━━━━━ TASK MATERIAL ━━━━━
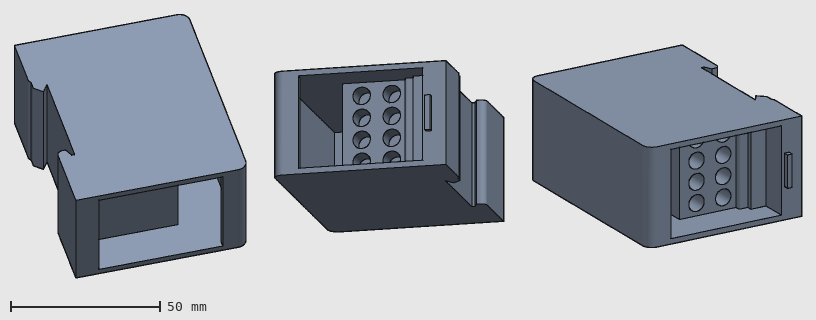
import cadquery as cq
import math

TOTAL_LENGTH = 80.0
TAB_LENGTH = 2.0
LENGTH = TOTAL_LENGTH - TAB_LENGTH
DEPTH = 60.0
HEIGHT = 36.0
WALL = 2.0
CORNER_RADIUS = 3.6

RAIL_EDGE_ROUND = 2.0
RECESS_DEPTH = 5.5
RECESS_START = 21.2
RECESS_END = 56.4
LATCH_RELIEF = 0.6
LATCH_HEEL_X = 17.4
LATCH_NOSE_X = 21.8
LATCH_NOSE_ROUND = 0.7
LATCH_TIP = (24.3, 3.4)
HOOK_X = 53.5
HOOK_TOP = 3.1
HOOK_THROAT = 4.5

INNER_HEIGHT = HEIGHT - 2 * WALL
WINDOW_BOTTOM = 8.0
WINDOW_TOP = 51.0
CAVITY_TOP = DEPTH - WALL

BLOCK_TOP = 39.4
BLOCK_INSET = 14.0
STEP_TOP = 17.4
STEP_PROUD = 2.0
STEP_ROUND = 1.0
LEDGE_TOP = 13.9
LEDGE_PROUD = 2 * STEP_PROUD

HOLE_DIAMETER = 6.0
HOLE_DEPTH = 8.0
HOLE_COLUMNS = 2
HOLE_ROWS = 4
HOLE_COLUMN_PITCH = 10.4
HOLE_ROW_PITCH = 7.6
HOLE_CENTRE_Y = 27.5

TAB_WIDTH = 1.8
TAB_BOTTOM = 5.0
TAB_HEIGHT = 12.0


def slab(x_start, x_end, y_start, y_end, height):
    """Box between two X and two Y positions, centred on mid-height."""
    return (
        cq.Workplane("XY")
        .box(x_end - x_start, y_end - y_start, height, centered=(False, False, True))
        .translate((x_start, y_start, 0))
    )


def make_shell():
    """Outer housing with the rail latch and hook in its profile."""
    heel_run = math.sqrt(RAIL_EDGE_ROUND**2 - (RAIL_EDGE_ROUND - LATCH_RELIEF) ** 2)
    outline = (
        cq.Workplane("XY")
        .workplane(offset=-HEIGHT / 2)
        .moveTo(0, 0)
        .lineTo(LATCH_HEEL_X, 0)
        .radiusArc((LATCH_HEEL_X + heel_run, LATCH_RELIEF), -RAIL_EDGE_ROUND)
        .lineTo(LATCH_NOSE_X, LATCH_RELIEF)
        .lineTo(*LATCH_TIP)
        .lineTo(RECESS_START, RECESS_DEPTH)
        .lineTo(RECESS_END, RECESS_DEPTH)
        .lineTo(RECESS_END, HOOK_THROAT)
        .lineTo(HOOK_X, HOOK_TOP)
        .lineTo(HOOK_X, RAIL_EDGE_ROUND)
        .radiusArc((HOOK_X + RAIL_EDGE_ROUND, 0), -RAIL_EDGE_ROUND)
        .lineTo(LENGTH, 0)
        .lineTo(LENGTH, DEPTH)
        .lineTo(0, DEPTH)
        .close()
    )
    shell = outline.extrude(HEIGHT)
    shell = shell.edges("|Z and >Y").fillet(CORNER_RADIUS)
    nose_edge = cq.selectors.NearestToPointSelector((LATCH_NOSE_X, LATCH_RELIEF, 0))
    return shell.edges("|Z").edges(nose_edge).fillet(LATCH_NOSE_ROUND)


def make_block():
    """Stepped terminal block spanning the cavity, with blind wire holes."""
    block = slab(BLOCK_INSET, LENGTH - BLOCK_INSET, WINDOW_BOTTOM, BLOCK_TOP, INNER_HEIGHT)
    holes = (
        cq.Workplane("YZ", origin=(BLOCK_INSET, HOLE_CENTRE_Y, 0))
        .rarray(HOLE_COLUMN_PITCH, HOLE_ROW_PITCH, HOLE_COLUMNS, HOLE_ROWS)
        .circle(HOLE_DIAMETER / 2)
        .extrude(HOLE_DEPTH)
    )
    step = slab(BLOCK_INSET - STEP_PROUD, BLOCK_INSET, WINDOW_BOTTOM, STEP_TOP, INNER_HEIGHT)
    step = step.edges("|Z and <X and >Y").fillet(STEP_ROUND)
    ledge = slab(BLOCK_INSET - LEDGE_PROUD, BLOCK_INSET, WINDOW_BOTTOM, LEDGE_TOP, INNER_HEIGHT)
    return block.cut(holes).union(step).union(ledge)


cavity = slab(WALL, LENGTH - WALL, WINDOW_BOTTOM, CAVITY_TOP, INNER_HEIGHT)
windows = slab(0, LENGTH, WINDOW_BOTTOM, WINDOW_TOP, INNER_HEIGHT)
tab = slab(-TAB_LENGTH, 0, TAB_BOTTOM, TAB_BOTTOM + TAB_WIDTH, TAB_HEIGHT)

result = make_shell().cut(cavity).cut(windows).union(make_block()).union(tab)
━━━━━
> GOAL OF THE EXERCISE:
Output the records above character for character, but leave each image out.

> RESPONSE TO THE TASK:
import cadquery as cq
import math

TOTAL_LENGTH = 80.0
TAB_LENGTH = 2.0
LENGTH = TOTAL_LENGTH - TAB_LENGTH
DEPTH = 60.0
HEIGHT = 36.0
WALL = 2.0
CORNER_RADIUS = 3.6

RAIL_EDGE_ROUND = 2.0
RECESS_DEPTH = 5.5
RECESS_START = 21.2
RECESS_END = 56.4
LATCH_RELIEF = 0.6
LATCH_HEEL_X = 17.4
LATCH_NOSE_X = 21.8
LATCH_NOSE_ROUND = 0.7
LATCH_TIP = (24.3, 3.4)
HOOK_X = 53.5
HOOK_TOP = 3.1
HOOK_THROAT = 4.5

INNER_HEIGHT = HEIGHT - 2 * WALL
WINDOW_BOTTOM = 8.0
WINDOW_TOP = 51.0
CAVITY_TOP = DEPTH - WALL

BLOCK_TOP = 39.4
BLOCK_INSET = 14.0
STEP_TOP = 17.4
STEP_PROUD = 2.0
STEP_ROUND = 1.0
LEDGE_TOP = 13.9
LEDGE_PROUD = 2 * STEP_PROUD

HOLE_DIAMETER = 6.0
HOLE_DEPTH = 8.0
HOLE_COLUMNS = 2
HOLE_ROWS = 4
HOLE_COLUMN_PITCH = 10.4
HOLE_ROW_PITCH = 7.6
HOLE_CENTRE_Y = 27.5

TAB_WIDTH = 1.8
TAB_BOTTOM = 5.0
TAB_HEIGHT = 12.0


def slab(x_start, x_end, y_start, y_end, height):
    """Box between two X and two Y positions, centred on mid-height."""
    return (
        cq.Workplane("XY")
        .box(x_end - x_start, y_end - y_start, height, centered=(False, False, True))
        .translate((x_start, y_start, 0))
    )


def make_shell():
    """Outer housing with the rail latch and hook in its profile."""
    heel_run = math.sqrt(RAIL_EDGE_ROUND**2 - (RAIL_EDGE_ROUND - LATCH_RELIEF) ** 2)
    outline = (
        cq.Workplane("XY")
        .workplane(offset=-HEIGHT / 2)
        .moveTo(0, 0)
        .lineTo(LATCH_HEEL_X, 0)
        .radiusArc((LATCH_HEEL_X + heel_run, LATCH_RELIEF), -RAIL_EDGE_ROUND)
        .lineTo(LATCH_NOSE_X, LATCH_RELIEF)
        .lineTo(*LATCH_TIP)
        .lineTo(RECESS_START, RECESS_DEPTH)
        .lineTo(RECESS_END, RECESS_DEPTH)
        .lineTo(RECESS_END, HOOK_THROAT)
        .lineTo(HOOK_X, HOOK_TOP)
        .lineTo(HOOK_X, RAIL_EDGE_ROUND)
        .radiusArc((HOOK_X + RAIL_EDGE_ROUND, 0), -RAIL_EDGE_ROUND)
        .lineTo(LENGTH, 0)
        .lineTo(LENGTH, DEPTH)
        .lineTo(0, DEPTH)
        .close()
    )
    shell = outline.extrude(HEIGHT)
    shell = shell.edges("|Z and >Y").fillet(CORNER_RADIUS)
    nose_edge = cq.selectors.NearestToPointSelector((LATCH_NOSE_X, LATCH_RELIEF, 0))
    return shell.edges("|Z").edges(nose_edge).fillet(LATCH_NOSE_ROUND)


def make_block():
    """Stepped terminal block spanning the cavity, with blind wire holes."""
    block = slab(BLOCK_INSET, LENGTH - BLOCK_INSET, WINDOW_BOTTOM, BLOCK_TOP, INNER_HEIGHT)
    holes = (
        cq.Workplane("YZ", origin=(BLOCK_INSET, HOLE_CENTRE_Y, 0))
        .rarray(HOLE_COLUMN_PITCH, HOLE_ROW_PITCH, HOLE_COLUMNS, HOLE_ROWS)
        .circle(HOLE_DIAMETER / 2)
        .extrude(HOLE_DEPTH)
    )
    step = slab(BLOCK_INSET - STEP_PROUD, BLOCK_INSET, WINDOW_BOTTOM, STEP_TOP, INNER_HEIGHT)
    step = step.edges("|Z and <X and >Y").fillet(STEP_ROUND)
    ledge = slab(BLOCK_INSET - LEDGE_PROUD, BLOCK_INSET, WINDOW_BOTTOM, LEDGE_TOP, INNER_HEIGHT)
    return block.cut(holes).union(step).union(ledge)


cavity = slab(WALL, LENGTH - WALL, WINDOW_BOTTOM, CAVITY_TOP, INNER_HEIGHT)
windows = slab(0, LENGTH, WINDOW_BOTTOM, WINDOW_TOP, INNER_HEIGHT)
tab = slab(-TAB_LENGTH, 0, TAB_BOTTOM, TAB_BOTTOM + TAB_WIDTH, TAB_HEIGHT)

result = make_shell().cut(cavity).cut(windows).union(make_block()).union(tab)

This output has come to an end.